Exercise: What lines of the listing include the string "over"? Show them all.

╭─ Data for processing

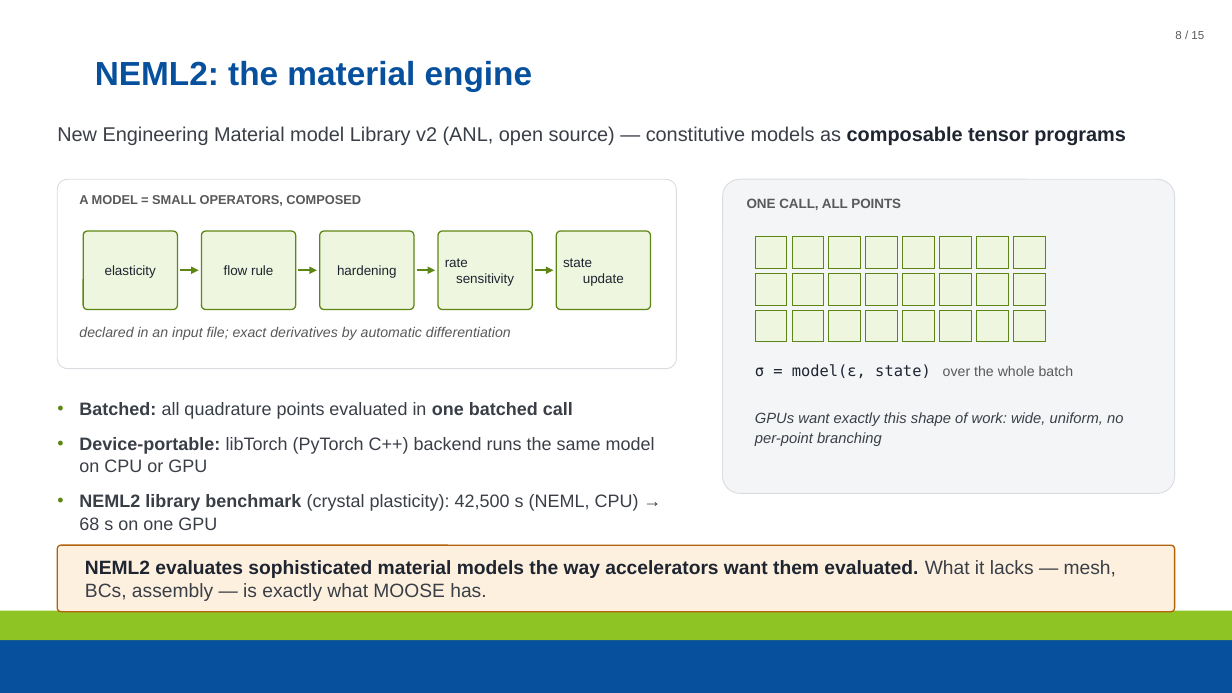
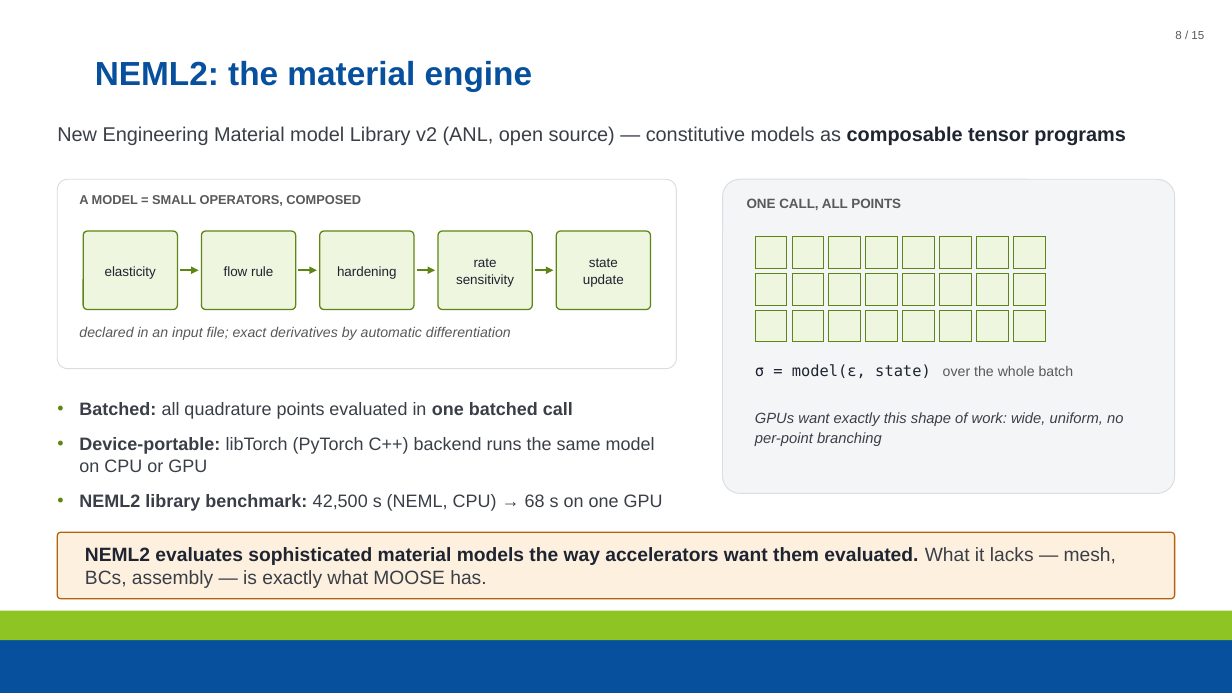
Before and after one commit to maxnezdyur/marlin, a slide deck: slide 8 of examples/impact/slide_assets/WCCM_NEML2_explicit_dynamics_v2.pptx. Drawn at 1232x693 pixels with LibreOffice and Linux fonts; fonts in the diff are those of the drawing; background and template pictures are left out. Boxes give left, top, right and bottom in pixels: in the first picture for what was removed or moved away, otherwise in the second. Text is boxed around its words. In the diff, an @@ line names an element or a change of style, - is before the commit and + after.

```diff
--- a/examples/impact/slide_assets/WCCM_NEML2_explicit_dynamics_v2.pptx
+++ b/examples/impact/slide_assets/WCCM_NEML2_explicit_dynamics_v2.pptx
@@ text in rounded rectangle at <box>456,258,514,287</box>: text changed @@
-rate
-sensitivity
+rate
+sensitivity
@@ text in rounded rectangle at <box>583,258,624,287</box>: text changed @@
-state
-update
+state
+update
@@ text at <box>79,494,663,511</box>: text changed @@
-• NEML2 library benchmark (crystal plasticity): 42,500 s (NEML, CPU) → 68 s on one GPU
+• NEML2 library benchmark: 42,500 s (NEML, CPU) → 68 s on one GPU
@@ rounded rectangle: place and size @@
-rounded rectangle at <box>57,545,1175,612</box>
+rounded rectangle at <box>57,532,1175,599</box>
@@ text "NEML2 evaluates sophisticated material models ...": place and size @@
-text "NEML2 evaluates sophisticated material models ..." at <box>85,560,1116,601</box>
+text "NEML2 evaluates sophisticated material models ..." at <box>85,547,1116,588</box>
```
Also in this commit, not shown: 14 other slides changed, 2 other files.
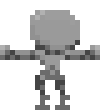
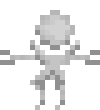
Two versions of the same layered image (w=100, h=110). Layer-by-layer changes:
painted on "arm copy" over [0, 45, 35, 65]
painted on "head" over [30, 10, 80, 55]
painted on "body" over [30, 40, 80, 90]
painted on "leg" over [35, 85, 65, 110]
painted on "leg copy" over [35, 85, 70, 110]
painted on "arm" over [65, 45, 100, 65]
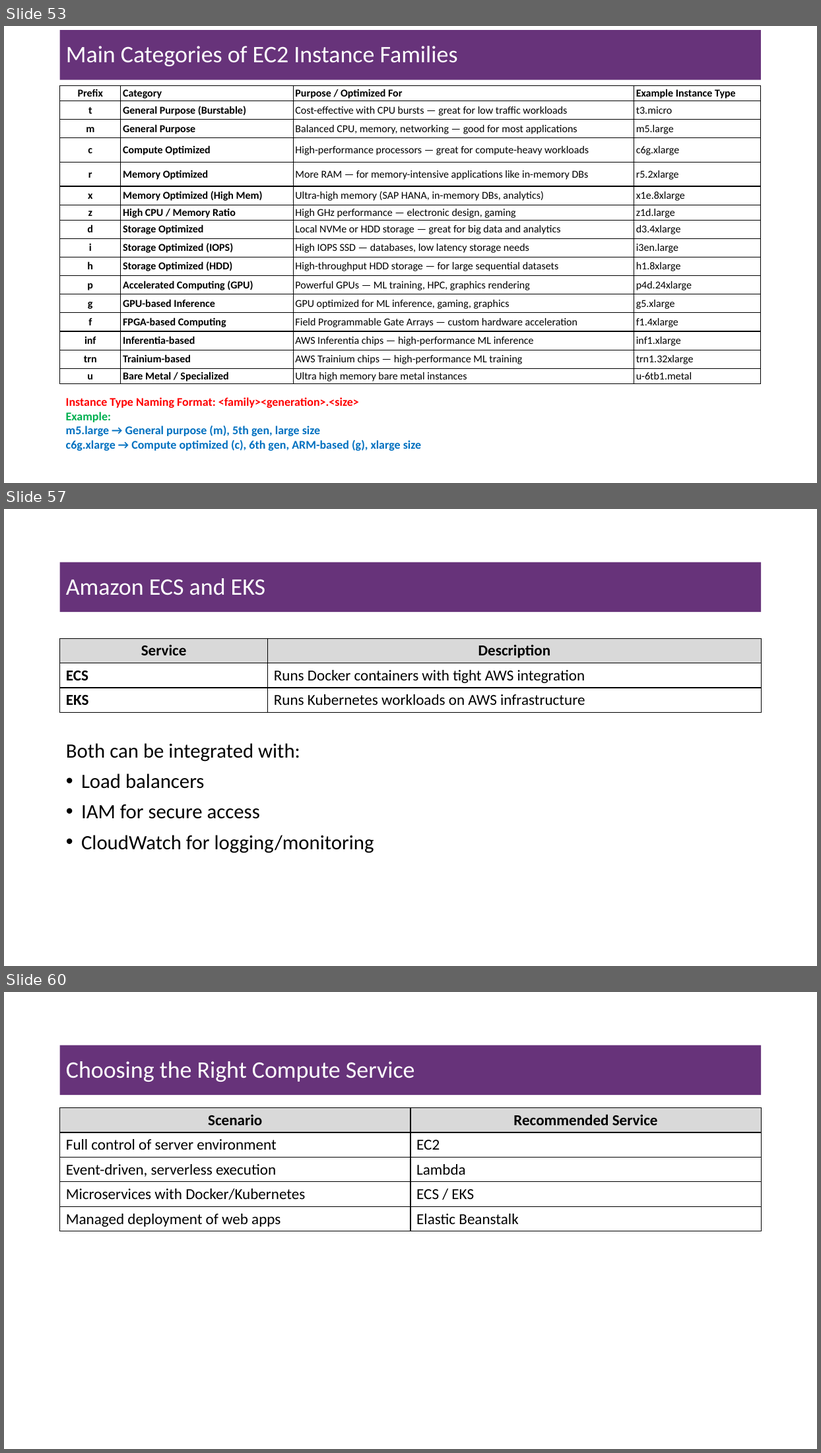
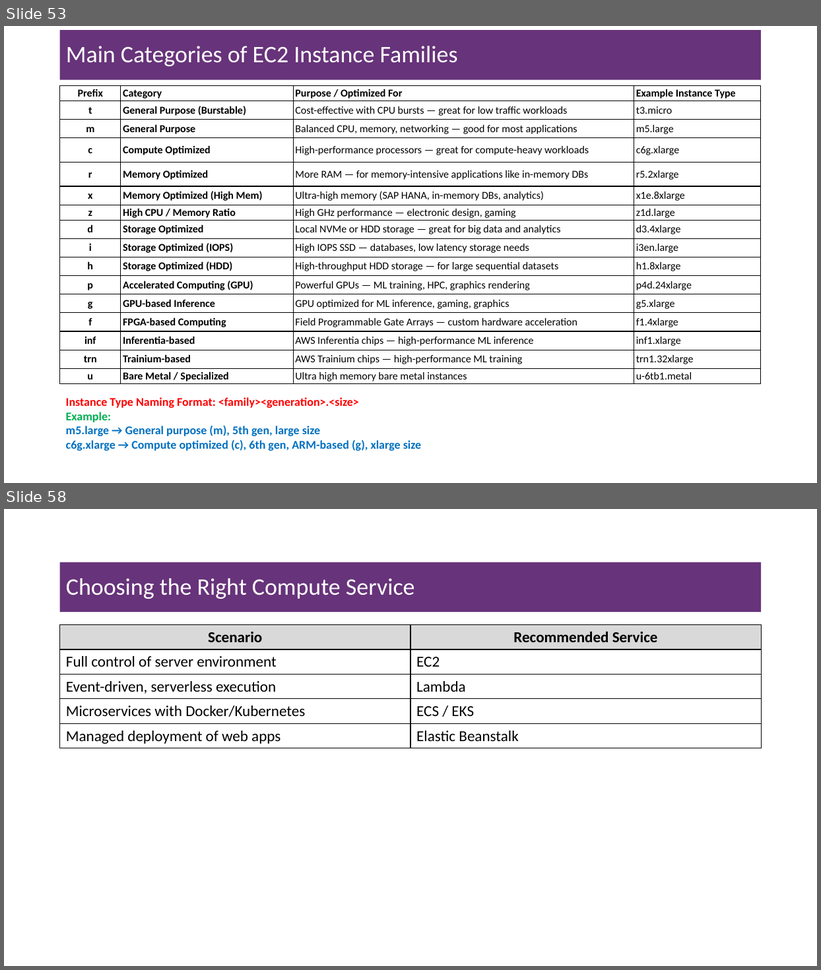
Before and after one commit to msfasha/307401-Big-Data, a slide deck: lecture_notes/section_3_introduction_to_amazon_aws/3-1-Introduction to Cloud Computing and Amazon AWS.pptx. Shown one above the other, each under a label of ours: slides 53, 57 and 60 before the commit, slides 53 and 58 after it; the slides between them are not shown. The pictures are 821x1453 and 821x970 pixels, drawn with LibreOffice and Linux fonts; fonts in the diff are those of the drawing; background and template pictures are left out. Boxes give left, top, right and bottom in pixels: in the first picture for what was removed or moved away, otherwise in the second. Text is boxed around its words. In the diff, an @@ line names an element or a change of style, - is before the commit and + after.

Commit message:
updated cloud foundations slides

```diff
--- a/lecture_notes/section_3_introduction_to_amazon_aws/3-1-Introduction to Cloud Computing and Amazon AWS.pptx
+++ b/lecture_notes/section_3_introduction_to_amazon_aws/3-1-Introduction to Cloud Computing and Amazon AWS.pptx
@@ slide 57 removed at (x1=4, y1=509, x2=817, y2=966), background #FFFFFF @@
@@ title removed at (x1=60, y1=562, x2=762, y2=612) @@
-Amazon ECS and EKS
@@ table removed at (x1=60, y1=638, x2=762, y2=712), 3 rows, 2 columns @@
-Service | Description
-ECS | Runs Docker containers with tight AWS integration
-EKS | Runs Kubernetes workloads on AWS infrastructure
@@ text removed at (x1=66, y1=743, x2=374, y2=854) @@
-Both can be integrated with:
-• Load balancers
-• IAM for secure access
-• CloudWatch for logging/monitoring
@@ what was slide 60 is now slide 58 @@
```
Also in this commit, not shown: 36 slides changed, 1 other slide removed, 1 other file.
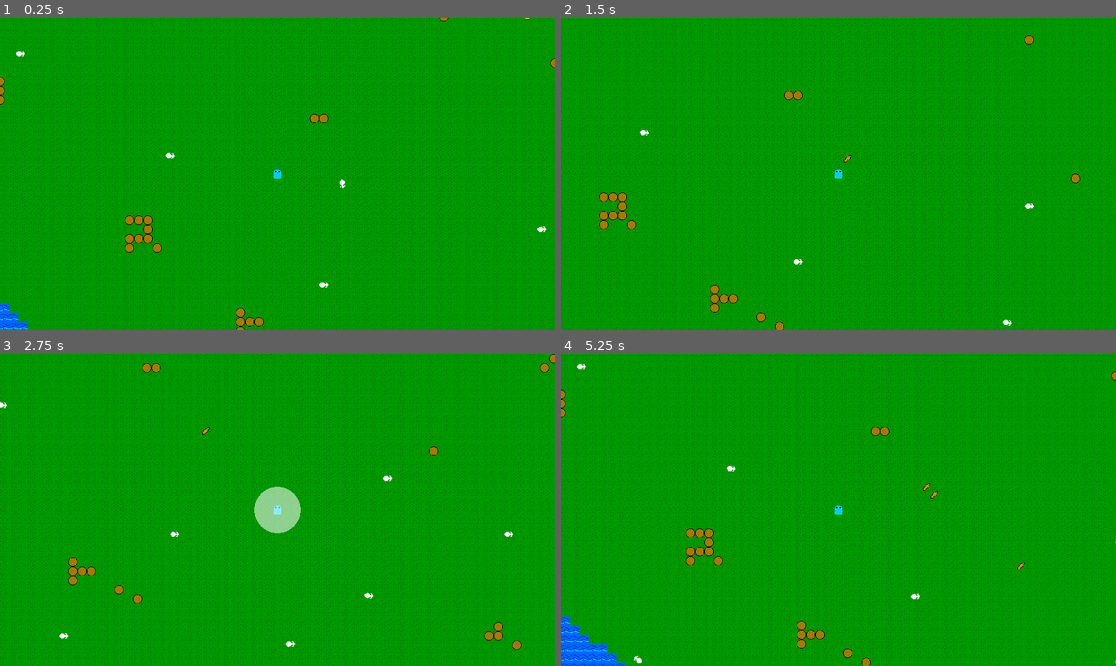
Above: before the commit, frames 1-4 (two rows, left to right).
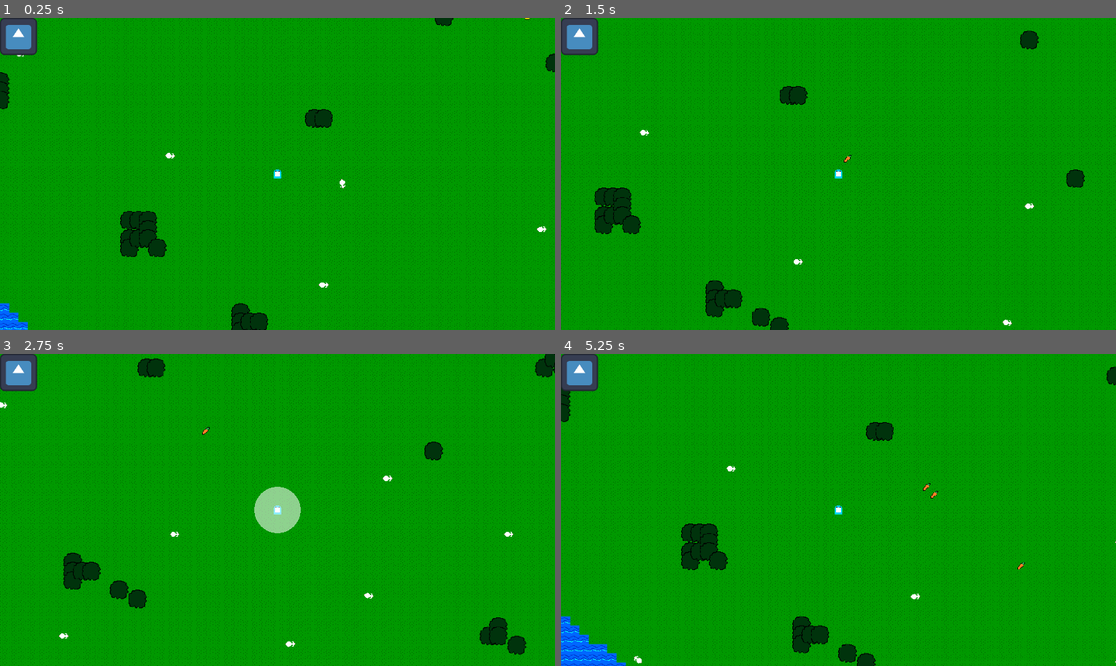
Above: after the commit, the same moments.

Repository: Kyhel/lost-in-pixels
Game: Godot game, scene res://scenes/game.tscn
The game is run twice, just before and just after one commit, with the same random seed, the same clock (stepped at 60 frames per second) and the same inputs. The engine's default icon, where the game draws it, is replaced by a stand-in: a white triangle on a blue panel in a dark square.
Inputs:
- Up to frame 1 (0.25 s): no input
- Up to frame 2 (1.5 s): hold Right (ui_right) 0.53-1.28 s; hold F (attack) 0.53-1.28 s; hold Down (ui_down) from 1.28 s (still down); tap Q (spawn_carrot) at 1.35 s
- Up to frame 3 (2.75 s): release Down (ui_down) at 2.03 s; hold Right (ui_right) from 2.03 s (still down); hold F (attack) from 2.03 s (still down)
- Up to frame 4 (5.25 s): release Right (ui_right) at 2.78 s; release F (attack) at 2.78 s; hold Up (ui_up) 2.78-3.53 s; tap Q (spawn_carrot) at 2.85, 4.35 s; hold F (attack) 3.53-4.28 s; hold Left (ui_left) 3.53-5.03 s; hold Down (ui_down) from 5.03 s (still down); hold F (attack) from 5.03 s (still down)

The runs differ from the first frame. In frame 1, 2.8% of the frame differs, in the area x 0-100%, y 0-100%; in frame 2, 3.2%, in the area x 0-95%, y 0-100%; in frame 3, 2.8%; in frame 4, 3.1%.

Commit message:
White square on top of player for later transparency

Diff:
--- a/project.godot
+++ b/project.godot
@@ -26,6 +26,7 @@
 
 window/size/viewport_width=1920
 window/size/viewport_height=1080
+window/size/resizable=false
 
 [input]
 
--- a/scenes/game.tscn
+++ b/scenes/game.tscn
@@ -8,6 +8,9 @@
 [ext_resource type="Texture2D" uid="uid://dtf5cww62bsgu" path="res://assets/Player.PNG" id="4_iywne"]
 [ext_resource type="Script" uid="uid://bdvwgquo0u5is" path="res://systems/system_manager.gd" id="4_p57ef"]
 [ext_resource type="Resource" uid="uid://btixqbnannlan" path="res://data/weapons/basic_sword.tres" id="6_0tnpc"]
+[ext_resource type="Script" uid="uid://cxhr115mkusyh" path="res://scenes/mask_root.gd" id="9_vtaks"]
+[ext_resource type="Texture2D" uid="uid://bm8xu4yr3kcrx" path="res://assets/PlayerMaskCircle.png" id="10_kvpfn"]
+[ext_resource type="Texture2D" uid="uid://0s6uy1xislae" path="res://icon.svg" id="11_kvpfn"]
 
 [sub_resource type="ShaderMaterial" id="ShaderMaterial_gee14"]
 shader = ExtResource("3_u5sy4")
@@ -20,6 +23,9 @@
 
 [sub_resource type="CircleShape2D" id="CircleShape2D_attack"]
 radius = 20.0
+
+[sub_resource type="ViewportTexture" id="ViewportTexture_0tnpc"]
+viewport_path = NodePath("AlphaMaskViewport")
 
 [node name="Game" type="Node2D" unique_id=839376987]
 script = ExtResource("1_uwrxv")
@@ -74,3 +80,25 @@
 
 [node name="SystemManager" type="Node" parent="Systems" unique_id=2134014044]
 script = ExtResource("4_p57ef")
+
+[node name="AlphaMaskViewport" type="SubViewport" parent="." unique_id=1206419223]
+transparent_bg = true
+size = Vector2i(1920, 1080)
+render_target_update_mode = 4
+
+[node name="MaskRoot" type="Node2D" parent="AlphaMaskViewport" unique_id=24532385 node_paths=PackedStringArray("player_node")]
+script = ExtResource("9_vtaks")
+player_node = NodePath("../../Entities/Player")
+
+[node name="Sprite2D" type="Sprite2D" parent="AlphaMaskViewport/MaskRoot" unique_id=1737492742]
+texture = ExtResource("10_kvpfn")
+
+[node name="CanvasLayer" type="CanvasLayer" parent="." unique_id=1780104474]
+
+[node name="ViewportDisplayDebug" type="Sprite2D" parent="CanvasLayer" unique_id=469597396]
+texture = SubResource("ViewportTexture_0tnpc")
+centered = false
+
+[node name="Sprite2D" type="Sprite2D" parent="CanvasLayer" unique_id=2064322839]
+texture = ExtResource("11_kvpfn")
+centered = false
--- /dev/null
+++ b/scenes/mask_root.gd
@@ -0,0 +1,7 @@
+extends Node2D
+
+@export var player_node: Node2D
+
+func _process(_delta: float) -> void:
+	if player_node != null:
+		position = player_node.get_viewport_transform() * player_node.global_position
--- a/world/nature/tree_1.tscn
+++ b/world/nature/tree_1.tscn
@@ -12,7 +12,6 @@
 texture = ExtResource("1_60lgh")
 
 [node name="Foliage" type="Sprite2D" parent="." unique_id=1153816047]
-visible = false
 z_index = 2
 texture = ExtResource("2_dfk1a")
 
Not shown, added: scenes/mask_root.gd.uid

╰─

Reply to the exercise:
painted on "arm copy" over [0, 45, 35, 65]
painted on "head" over [30, 10, 80, 55]
painted on "body" over [30, 40, 80, 90]
painted on "leg" over [35, 85, 65, 110]
painted on "leg copy" over [35, 85, 70, 110]
painted on "arm" over [65, 45, 100, 65]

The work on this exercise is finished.